We all have those friends who, as soon as the weather changes and leaves start to fall, start plotting their Halloween night. They’re stoked: Armed with a Pumpkin Spice Latte, they hit the party store and start stocking up on fake spider webs and pumpkin decorations. They’ve known what they want to be for Halloween since, like, July. When you’re the kind of person who’s already gone through the stages of realizing you hate Halloween years and years ago, you possibly can’t stand to even be around these friends this month.
Hating Halloween is a certain kind of hell.
It’s probably a little easier than Christmas (since everything is so jolly) but still, hardcore Halloween lovers really don’t like it when you try to put a damper on their plans and decide to stay in and eat chocolate by yourself on the big night. People who love Halloween will never understand the people who loathe it, which is why you might still be trying to fake your way through October. Here are some of the stages everyone who hates Halloween goes through.
1You’re never been scared at a haunted house.
Seriously, what is so “spooky” about fake skeletons and rubber vampire fangs anyway? Paying $20 to go on a “Haunted Hayride” or walk through some fake-ass haunted house makes absolutely no sense to you. It’s not scary, it’s sort of cheesy, and often cold. What is fun about this again?
2You don’t miss trick-or-treating.
Sure, when you were 10 years old, trick or treating was sort of fun. But by the time you turned 16, Halloween night was more about getting to walk the streets with your friends on a school night than anything else. You don’t feel nostalgic at all about knocking on strangers’ doors for bite-sized Hershey bars, even though your Halloween-loving friends insist on pointing out all the “cute” kids in their costumes out for the night. Nah, not doing it for you at all.
3You haven’t really dressed in costume for years.
You’re a true Halloween hater if you’ve somehow managed to get out of a real costume for years. You might put on a headband with cat ears or something, but there’s no way you’re putting on an actual costume to go to a party. Like, really, what is the point? Even having to think about what you’re going to wear on Halloween night gives you hives.
4You know it’s an amateur night.
All of your friends are really excited to hit the bars in their costumes and PARTY. But when you think about going out on Halloween night, it’s literally the worst. People who never go out are out and yelling and taking shots wearing wigs and itchy fabric from pre-packaged costumes. “Monster Mash” is playing on the jukebox. Can you think of anything worse?

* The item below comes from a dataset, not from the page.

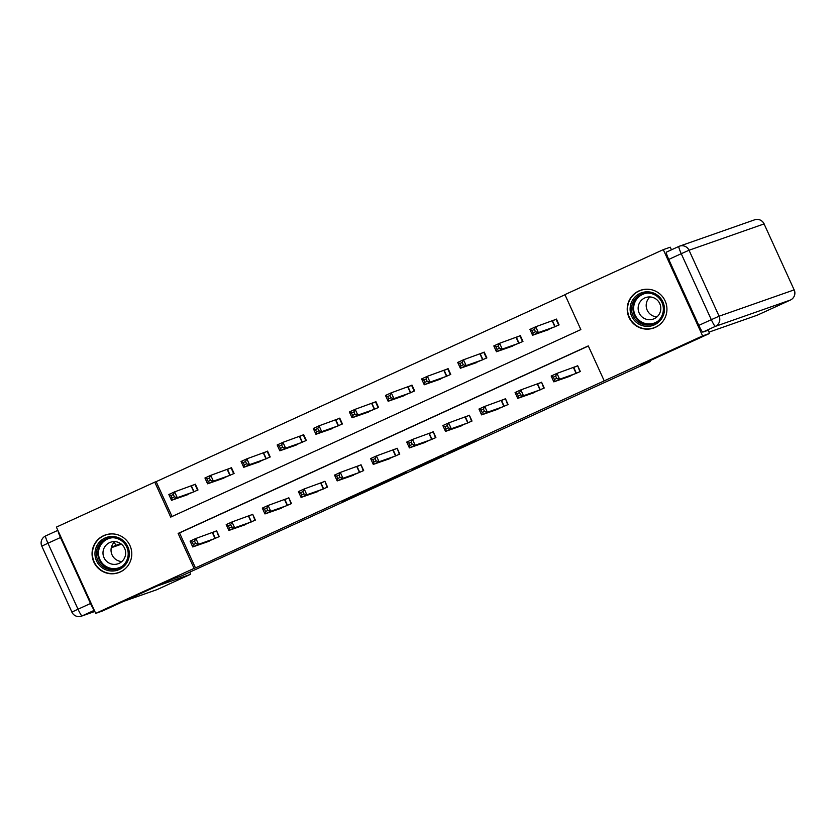 <?xml version="1.0" encoding="UTF-8"?>
<svg xmlns="http://www.w3.org/2000/svg" width="836" height="836" viewBox="0 0 836 836"><rect width="100%" height="100%" fill="white"/><g stroke="black" fill="none" stroke-linecap="round" stroke-linejoin="round"><path stroke-width="1.25" d="M447.803 453.624L475.736 440.854L447.803 453.624M103.633 535.657A19.98 19.855 70.7 0 1 130.332 546.42A19.98 19.855 70.7 0 1 118.534 572.691A19.98 19.855 70.7 0 1 93.507 561.259A19.98 19.855 70.7 0 1 103.633 535.657M638.788 290.991A19.98 19.855 70.7 0 1 665.487 301.754A19.98 19.855 70.7 0 1 653.689 328.036A19.98 19.855 70.7 0 1 628.662 316.593A19.98 19.855 70.7 0 1 638.788 290.991M342.624 501.527L373.378 487.649L342.624 501.527M708.113 330.241L709.576 333.449L640.606 364.987L650.366 361.56L181.412 575.962L171.652 579.39L102.671 610.917L95.701 613.373L56.388 527.108L154.764 482.142L170.701 517.108L580.853 329.583L564.917 294.617L663.293 249.64L702.606 335.894L604.229 380.871L588.293 345.905L178.131 533.42L194.067 568.396L95.701 613.373M709.576 333.449L702.606 335.894M588.345 346.031L179.531 532.94L195.467 567.905L604.229 380.871M195.467 567.905L194.067 568.396M412.67 469.675L444.041 455.338L412.461 469.226M406.599 472.235L372.417 487.566M402.492 473.782L372.396 487.566M402.513 473.772L406.693 472.445M650.366 361.56L649.969 360.703M566.275 377.506L580.33 371.529L577.676 365.698L573.924 367.412M530.16 394.007L544.226 388.029L541.561 382.209L537.82 383.923M494.055 410.518L508.11 404.54L505.456 398.709L501.715 400.423M457.95 427.029L472.006 421.051L469.351 415.22L465.6 416.934M421.835 443.54L435.901 437.562L433.236 431.731L429.495 433.445M385.73 460.051L399.786 454.063L397.131 448.242L393.38 449.956M349.626 476.551L363.681 470.574L361.027 464.753L357.275 466.457M313.51 493.062L327.566 487.085L324.911 481.254L321.17 482.968M277.406 509.573L291.461 503.596L288.807 497.765L285.055 499.479M241.29 526.084L255.356 520.107L252.691 514.276L248.95 515.99M205.186 542.585L219.241 536.607L216.587 530.787L212.846 532.501M564.979 294.742L156.154 481.651L172.038 516.491M545.02 330.878L559.085 324.901L556.431 319.07L552.68 320.784M508.915 347.389L522.97 341.412L520.316 335.581L516.575 337.295M472.81 363.89L486.865 357.912L484.211 352.092L480.46 353.806M436.695 380.401L450.761 374.423L448.096 368.603L444.355 370.306M400.59 396.912L414.646 390.935L411.991 385.103L408.24 386.817M364.486 413.423L378.541 407.445L375.886 401.614L372.135 403.328M328.37 429.934L342.426 423.956L339.771 418.125L336.03 419.839M292.266 446.434L306.321 440.457L303.667 434.636L299.915 436.34M256.15 462.945L270.216 456.968L267.562 451.137L263.81 452.851M220.046 479.456L234.101 473.479L231.447 467.648L227.706 469.362M183.941 495.967L197.996 489.99L195.342 484.159L191.59 485.873M663.293 249.64L670.263 247.195L671.465 249.818M156.154 481.651L154.764 482.142M179.531 532.94L178.131 533.42M439.14 457.564L424.688 463.75L439.14 457.564M392.502 478.809L404.708 473.239L392.502 478.809M556.473 319.174L535.709 326.771L538.374 332.592L532.584 335.246L548.938 329.541M558.667 325.089L556.044 319.331M533.159 332.832L532.584 335.246L529.93 329.415L535.709 326.771L534.413 329.436L532.093 330.492L533.159 332.832L535.468 331.767L534.413 329.436M555.334 326.615L538.374 332.592L535.468 331.767M529.93 329.415L532.093 330.492M577.718 365.802L579.923 371.717M556.724 378.394L555.658 376.064L553.348 377.12L554.404 379.45L556.724 378.394L559.618 379.22L553.829 381.864L551.175 376.043L556.964 373.389L559.618 379.22L576.579 373.243M570.194 376.158L553.829 381.864L554.404 379.45M555.658 376.064L556.964 373.389L577.289 365.959M553.348 377.12L551.175 376.043M633.27 299.037A17.295 17.18 70.7 0 1 657.242 295.045A17.295 17.18 70.7 0 1 661.318 319.153A17.295 17.18 70.7 0 1 637.345 323.145A17.295 17.18 70.7 0 1 633.27 299.037M660.419 318.359A16.009 15.905 -109.3 0 0 642.132 293.938A16.009 15.905 -109.3 0 0 634.733 318.631A16.009 15.905 -109.3 0 0 660.419 318.359M656.991 316.886A11.401 11.328 70.7 0 1 649.99 296.958M658.716 314.963A11.401 11.328 -109.3 0 0 645.695 297.574A11.401 11.328 -109.3 0 0 640.428 315.162A11.401 11.328 -109.3 0 0 658.716 314.963M651.672 289.768A19.855 19.719 -109.3 0 0 631.546 320.982A19.855 19.719 -109.3 0 0 662.781 321.452M98.126 543.703A17.295 17.18 70.7 0 1 122.087 539.701A17.295 17.18 70.7 0 1 126.163 563.819A17.295 17.18 70.7 0 1 102.201 567.811A17.295 17.18 70.7 0 1 98.126 543.703M125.264 563.025A16.009 15.905 -109.3 0 0 106.987 538.603A16.009 15.905 -109.3 0 0 99.578 563.297A16.009 15.905 -109.3 0 0 125.264 563.025M121.837 561.552A11.401 11.328 70.7 0 1 114.846 541.613M123.561 559.629A11.401 11.328 -109.3 0 0 110.551 542.24A11.401 11.328 -109.3 0 0 105.273 559.827A11.401 11.328 -109.3 0 0 123.561 559.629M116.517 534.434A19.855 19.719 -109.3 0 0 96.391 565.648A19.855 19.719 -109.3 0 0 127.636 566.118M668.748 259.421L698.812 325.392L711.311 319.676L681.246 253.705L668.748 259.421A7.691 0.888 -114.6 0 1 666.386 252.138A7.691 0.888 -114.6 0 1 666.396 252.127L678.884 246.421A7.691 0.888 65.4 0 0 678.884 246.421A7.691 0.888 65.4 0 0 681.246 253.705L689.031 250.236L719.096 316.207L794.148 289.883L764.083 223.912L689.031 250.236A7.691 7.639 -109.3 0 0 678.895 246.411L666.386 252.138M708.98 332.132L757.291 315.182A7.691 0.888 -114.6 0 1 757.301 315.182A7.691 0.888 -114.6 0 1 757.291 315.182L790.396 300.051L715.334 326.374L702.836 332.091L708.144 330.304M702.836 332.091A7.691 0.888 -114.6 0 1 698.812 325.392M156.875 586.14L190.2 574.457A7.691 0.888 65.4 0 0 190.211 574.447A7.691 0.888 65.4 0 0 189.835 572.117M90.518 603.498L60.453 537.517L47.955 543.233L78.02 609.214L90.518 603.498A7.691 0.888 65.4 0 0 94.144 609.956M57.997 530.651A7.691 0.888 65.4 0 0 60.453 537.517M120.603 543.536L111.407 547.204M121.45 544.173L111.282 547.737M116.455 545.438A7.691 0.888 -114.6 0 1 114.177 542.261M520.368 335.685L499.604 343.272L502.258 349.103L496.469 351.747L512.834 346.041M522.563 341.6L519.94 335.842M497.054 349.333L496.469 351.747L493.815 345.926L499.604 343.272L498.298 345.947L495.988 347.003L497.054 349.333L499.364 348.278L498.298 345.947M519.229 343.126L502.258 349.103L499.364 348.278M493.815 345.926L495.988 347.003M484.253 352.196L463.499 359.783L466.154 365.614L460.364 368.258L476.719 362.552M486.447 358.111L483.825 352.343M460.939 365.844L460.364 368.258L457.71 362.427L463.499 359.783L462.193 362.458L459.884 363.514L460.939 365.844L463.259 364.789L462.193 362.458M483.114 359.626L466.154 365.614L463.259 364.789M457.71 362.427L459.884 363.514M541.613 382.313L543.808 388.217M520.609 394.905L519.553 392.575L517.233 393.631L518.299 395.961L520.609 394.905L523.503 395.731L517.724 398.375L515.07 392.544L520.849 389.9L523.503 395.731L540.474 389.743M534.079 392.669L517.724 398.375L518.299 395.961M519.553 392.575L520.849 389.9L541.185 382.46M517.233 393.631L515.07 392.544M505.508 398.824L507.703 404.728M484.504 411.416L483.438 409.076L481.128 410.142L482.194 412.472L484.504 411.416L487.398 412.242L481.609 414.886L478.955 409.055L484.744 406.411L487.398 412.242L504.369 406.254M497.974 409.18L481.609 414.886L482.194 412.472M483.438 409.076L484.744 406.411L505.08 398.971M481.128 410.142L478.955 409.055M448.148 368.707L427.384 376.294L430.038 382.125L424.26 384.769L440.614 379.063M450.343 374.612L447.72 368.854M424.834 382.355L424.26 384.769L421.595 378.938L427.384 376.294L426.088 378.959L423.768 380.025L424.834 382.355L427.144 381.3L426.088 378.959M447.009 376.137L430.038 382.125L427.144 381.3M421.595 378.938L423.768 380.025M412.043 385.208L391.279 392.805L393.934 398.626L388.144 401.28L404.509 395.574M414.238 391.123L411.605 385.365M388.719 398.866L388.144 401.28L385.49 395.449L391.279 392.805L389.973 395.47L387.664 396.525L388.719 398.866L391.039 397.8L389.973 395.47M410.904 392.648L393.934 398.626L391.039 397.8M385.49 395.449L387.664 396.525M375.928 401.719L355.164 409.316L357.829 415.137L352.04 417.781L368.394 412.075M378.123 407.634L375.5 401.876M352.614 415.367L352.04 417.781L349.385 411.96L355.164 409.316L353.868 411.981L351.548 413.036L352.614 415.367L354.934 414.311L353.868 411.981M374.789 409.159L357.829 415.137L354.934 414.311M349.385 411.96L351.548 413.036M469.393 415.325L471.588 421.24M448.399 427.917L447.333 425.587L445.013 426.642L446.079 428.983L448.399 427.917L451.294 428.743L445.504 431.397L442.85 425.566L448.639 422.922L451.294 428.743L468.254 422.765M461.859 425.691L445.504 431.397L446.079 428.983M447.333 425.587L448.639 422.922L468.965 415.482M445.013 426.642L442.85 425.566M433.288 431.836L435.483 437.75M412.284 444.428L411.228 442.098L408.909 443.153L409.974 445.483L412.284 444.428L415.178 445.254L409.4 447.897L406.735 442.077L412.524 439.433L415.178 445.254L432.149 439.276M425.754 442.192L409.4 447.897L409.974 445.483M411.228 442.098L412.524 439.433L432.86 431.993M408.909 443.153L406.735 442.077M397.184 448.347L399.378 454.261M376.179 460.939L375.113 458.609L372.804 459.664L373.859 461.995L376.179 460.939L379.074 461.765L373.284 464.408L370.63 458.577L376.419 455.933L379.074 461.765L396.045 455.777M389.649 458.703L373.284 464.408L373.859 461.995M375.113 458.609L376.419 455.933L396.745 448.493M372.804 459.664L370.63 458.577M339.824 418.23L319.059 425.817L321.714 431.648L315.935 434.292L332.289 428.586M342.018 424.145L339.395 418.376M316.51 431.878L315.935 434.292L313.27 428.46L319.059 425.817L317.764 428.492L315.444 429.547L316.51 431.878L318.819 430.822L317.764 428.492M338.685 425.66L321.714 431.648L318.819 430.822M313.27 428.46L315.444 429.547M361.068 464.858L363.263 470.762M340.074 477.45L339.008 475.109L336.689 476.175L337.754 478.505L340.074 477.45L342.969 478.276L337.18 480.919L334.525 475.088L340.304 472.445L342.969 478.276L359.929 472.288M353.534 475.214L337.18 480.919L337.754 478.505M339.008 475.109L340.304 472.445L360.64 465.004M336.689 476.175L334.525 475.088M303.719 434.741L282.955 442.328L285.609 448.159L279.82 450.803L296.184 445.097M305.913 440.645L303.28 434.887M280.394 448.389L279.82 450.803L277.165 444.971L282.955 442.328L281.648 445.003L279.339 446.058L280.394 448.389L282.714 447.333L281.648 445.003M302.58 442.171L285.609 448.159L282.714 447.333M277.165 444.971L279.339 446.058M324.964 481.358L327.158 487.273M303.959 493.951L302.893 491.62L300.584 492.686L301.65 495.016L303.959 493.951L306.854 494.787L301.075 497.43L298.41 491.599L304.2 488.955L306.854 494.787L323.825 488.799M317.429 491.725L301.075 497.43L301.65 495.016M302.893 491.62L304.2 488.955L324.535 481.515M300.584 492.686L298.41 491.599M267.604 451.241L246.839 458.839L249.504 464.67L243.715 467.314L260.069 461.608M269.798 457.156L267.175 451.398M244.29 464.9L243.715 467.314L241.061 461.482L246.839 458.839L245.544 461.503L243.224 462.569L244.29 464.9L246.599 463.834L245.544 461.503M266.465 458.682L249.504 464.67L246.599 463.834M241.061 461.482L243.224 462.569M288.848 497.869L291.053 503.784M267.854 510.462L266.788 508.131L264.479 509.187L265.534 511.517L267.854 510.462L270.749 511.287L264.96 513.931L262.305 508.11L268.095 505.466L270.749 511.287L287.709 505.31M281.324 508.225L264.96 513.931L265.534 511.517M266.788 508.131L268.095 505.466L288.42 498.026M264.479 509.187L262.305 508.11M231.499 467.752L210.735 475.35L213.389 481.17L207.6 483.814L223.964 478.108M233.693 473.667L231.07 467.909M208.185 481.4L207.6 483.814L204.945 477.993L210.735 475.35L209.428 478.014L207.119 479.07L208.185 481.4L210.494 480.345L209.428 478.014M230.36 475.193L213.389 481.17L210.494 480.345M204.945 477.993L207.119 479.07M252.744 514.38L254.938 520.295M231.739 526.973L230.684 524.642L228.364 525.698L229.43 528.028L231.739 526.973L234.644 527.798L228.855 530.442L226.201 524.611L231.98 521.967L234.644 527.798L251.605 521.81M245.209 524.736L228.855 530.442L229.43 528.028M230.684 524.642L231.98 521.967L252.315 514.527M228.364 525.698L226.201 524.611M195.384 484.263L174.63 491.85L177.284 497.681L171.495 500.325L187.849 494.619M197.578 490.178L194.955 484.41M172.07 497.911L171.495 500.325L168.841 494.504L174.63 491.85L173.324 494.525L171.014 495.581L172.07 497.911L174.39 496.856L173.324 494.525M194.245 491.693L177.284 497.681L174.39 496.856M168.841 494.504L171.014 495.581M216.639 530.891L218.833 536.796M195.634 543.484L194.569 541.153L192.259 542.209L193.325 544.539L195.634 543.484L198.529 544.309L192.74 546.953L190.085 541.122L195.875 538.478L198.529 544.309L215.5 538.321M209.104 541.247L192.74 546.953L193.325 544.539M194.569 541.153L195.875 538.478L216.21 531.038M192.259 542.209L190.085 541.122M552.502 320.857L555.156 326.688M552.23 320.972L554.885 326.803M576.14 373.431L573.475 367.6M576.401 373.316L573.747 367.485M653.449 323.887A16.009 15.905 70.7 0 1 635.903 299.225A16.009 15.905 70.7 0 1 642.863 293.697M647.848 293.049A15.487 15.382 -109.3 0 0 638.056 319.3A15.487 15.382 -109.3 0 0 657.744 321.275M118.304 568.553A16.009 15.905 70.7 0 1 100.759 543.891A16.009 15.905 70.7 0 1 107.719 538.363M112.693 537.715A15.487 15.382 -109.3 0 0 102.912 563.966A15.487 15.382 -109.3 0 0 122.599 565.941M764.094 223.923L764.135 223.891A7.691 7.691 0 0 0 754.594 219.826A7.691 7.639 -109.3 0 1 764.083 223.912L794.148 289.883A7.691 7.639 -109.3 0 1 790.396 300.051A7.691 0.888 65.4 0 0 790.407 300.051L757.301 315.182M715.334 326.374A7.691 7.639 -109.3 0 0 719.096 316.207L711.311 319.676A7.691 0.888 65.4 0 0 715.334 326.374M94.301 610.311L82.043 615.913L94.813 611.429M123.78 601.272L157.105 589.589L190.2 574.457L157.116 589.579A7.691 0.888 -114.6 0 1 157.105 589.589A7.691 7.639 -109.3 0 1 156.457 589.84A7.691 7.691 0 0 0 157.116 589.579M45.604 535.949L57.862 530.348L45.593 535.949A7.691 0.888 -114.6 0 1 45.604 535.949A7.691 7.691 0 0 0 41.8 546.127L47.955 543.233A7.691 0.888 -114.6 0 1 45.593 535.949M82.043 615.913A7.691 0.888 -114.6 0 1 78.02 609.214L71.865 612.109A7.691 7.691 0 0 0 81.406 616.174A7.691 7.639 -109.3 0 0 82.043 615.913M71.917 612.088L41.8 546.127M516.397 337.368L519.051 343.199M516.125 337.483L518.78 343.314M480.282 353.879L482.936 359.71M480.01 353.994L482.665 359.825M540.025 389.942L537.37 384.111M540.296 389.827L537.642 383.996M503.92 406.442L501.266 400.622M504.192 406.327L501.537 400.507M444.177 370.39L446.832 376.21M443.906 370.505L446.56 376.325M408.062 386.901L410.727 392.721M407.801 387.005L410.455 392.836M371.957 403.401L374.612 409.232M371.686 403.516L374.34 409.347M467.805 422.953L465.15 417.122M468.076 422.838L465.422 417.018M431.7 439.464L429.046 433.633M431.972 439.349L429.317 433.518M395.595 455.975L392.93 450.144M395.867 455.86L393.202 450.029M335.853 419.912L338.507 425.743M335.581 420.027L338.235 425.858M359.48 472.476L356.826 466.655M359.752 472.371L357.097 466.54M299.737 436.423L302.402 442.254M299.466 436.538L302.13 442.359M323.375 488.987L320.721 483.156M323.647 488.872L320.993 483.051M263.633 452.934L266.287 458.755M263.361 453.039L266.015 458.87M287.27 505.498L284.606 499.667M287.532 505.383L284.877 499.552M227.528 469.435L230.182 475.266M227.256 469.55L229.91 475.381M251.155 522.009L248.501 516.178M251.427 521.894L248.773 516.063M191.413 485.946L194.067 491.777M191.141 486.061L193.795 491.892M215.051 538.509L212.396 532.689M215.322 538.405L212.668 532.574M653.867 327.827L655.758 327.169M640.721 290.353L642.612 289.695M118.712 572.493L120.614 571.834M105.576 535.019L107.468 534.361M790.407 300.051A7.691 7.691 0 0 0 794.2 289.873M754.594 219.826L679.543 246.16A7.691 7.691 0 0 0 678.884 246.421M156.457 589.84L123.456 601.418M94.834 611.461L81.406 616.174"/></g></svg>

5You fantasize about not doing anything at all.
Much like New Year’s Eve, Halloween is often turned into an obligatory performance. If you stay in and watch movies alone, you really have to be cool with it, because as soon as you scroll through Instagram, you might get some major FOMO. Also, it’s hard to break it to your friends that you just really don’t want to go to the costume party, especially if everyone’s going to be nosy about why you’re not wearing one. Don’t worry, hater, you’ll get to a point eventually where you don’t care.
6You really won’t budge, not even for love.
If you’re in a couple with someone who loves Halloween, we are so sorry. It’s going to be OK. Although there are compromises you should make in relationships, dressing up as Bonnie and Clyde has you considering breaking up for just one night. Your niece and nephew are cute and all, but holding their hand through the costume parade has you dying a little on the inside. You know your hate is real when you won’t indulge the people you love.